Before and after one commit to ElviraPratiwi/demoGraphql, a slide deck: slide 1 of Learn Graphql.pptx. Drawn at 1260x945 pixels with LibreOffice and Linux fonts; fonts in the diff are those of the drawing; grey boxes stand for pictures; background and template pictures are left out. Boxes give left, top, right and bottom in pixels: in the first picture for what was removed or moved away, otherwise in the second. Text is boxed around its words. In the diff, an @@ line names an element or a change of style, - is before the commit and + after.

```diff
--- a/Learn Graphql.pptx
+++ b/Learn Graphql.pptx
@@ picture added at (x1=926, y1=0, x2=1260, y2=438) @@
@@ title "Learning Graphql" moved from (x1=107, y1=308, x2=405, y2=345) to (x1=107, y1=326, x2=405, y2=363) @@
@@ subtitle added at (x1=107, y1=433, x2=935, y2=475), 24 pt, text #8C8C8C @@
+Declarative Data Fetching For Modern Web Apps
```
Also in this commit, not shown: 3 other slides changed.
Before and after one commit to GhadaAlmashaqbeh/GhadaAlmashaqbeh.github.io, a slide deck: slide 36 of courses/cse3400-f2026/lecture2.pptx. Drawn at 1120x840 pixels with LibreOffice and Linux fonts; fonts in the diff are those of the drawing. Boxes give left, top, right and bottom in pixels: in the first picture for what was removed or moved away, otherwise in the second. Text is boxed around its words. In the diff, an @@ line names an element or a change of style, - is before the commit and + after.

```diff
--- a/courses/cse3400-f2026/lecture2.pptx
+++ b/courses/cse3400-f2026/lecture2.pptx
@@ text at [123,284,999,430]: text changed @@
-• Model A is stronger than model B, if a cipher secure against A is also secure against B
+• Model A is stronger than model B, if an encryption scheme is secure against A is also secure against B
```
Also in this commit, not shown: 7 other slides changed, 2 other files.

•••••

Retype the listing above without a single difference.

• _REPLY TO THE EXERCISE_:
Before and after one commit to ElviraPratiwi/demoGraphql, a slide deck: slide 1 of Learn Graphql.pptx. Drawn at 1260x945 pixels with LibreOffice and Linux fonts; fonts in the diff are those of the drawing; grey boxes stand for pictures; background and template pictures are left out. Boxes give left, top, right and bottom in pixels: in the first picture for what was removed or moved away, otherwise in the second. Text is boxed around its words. In the diff, an @@ line names an element or a change of style, - is before the commit and + after.

```diff
--- a/Learn Graphql.pptx
+++ b/Learn Graphql.pptx
@@ picture added at (x1=926, y1=0, x2=1260, y2=438) @@
@@ title "Learning Graphql" moved from (x1=107, y1=308, x2=405, y2=345) to (x1=107, y1=326, x2=405, y2=363) @@
@@ subtitle added at (x1=107, y1=433, x2=935, y2=475), 24 pt, text #8C8C8C @@
+Declarative Data Fetching For Modern Web Apps
```
Also in this commit, not shown: 3 other slides changed.
Before and after one commit to GhadaAlmashaqbeh/GhadaAlmashaqbeh.github.io, a slide deck: slide 36 of courses/cse3400-f2026/lecture2.pptx. Drawn at 1120x840 pixels with LibreOffice and Linux fonts; fonts in the diff are those of the drawing. Boxes give left, top, right and bottom in pixels: in the first picture for what was removed or moved away, otherwise in the second. Text is boxed around its words. In the diff, an @@ line names an element or a change of style, - is before the commit and + after.

```diff
--- a/courses/cse3400-f2026/lecture2.pptx
+++ b/courses/cse3400-f2026/lecture2.pptx
@@ text at [123,284,999,430]: text changed @@
-• Model A is stronger than model B, if a cipher secure against A is also secure against B
+• Model A is stronger than model B, if an encryption scheme is secure against A is also secure against B
```
Also in this commit, not shown: 7 other slides changed, 2 other files.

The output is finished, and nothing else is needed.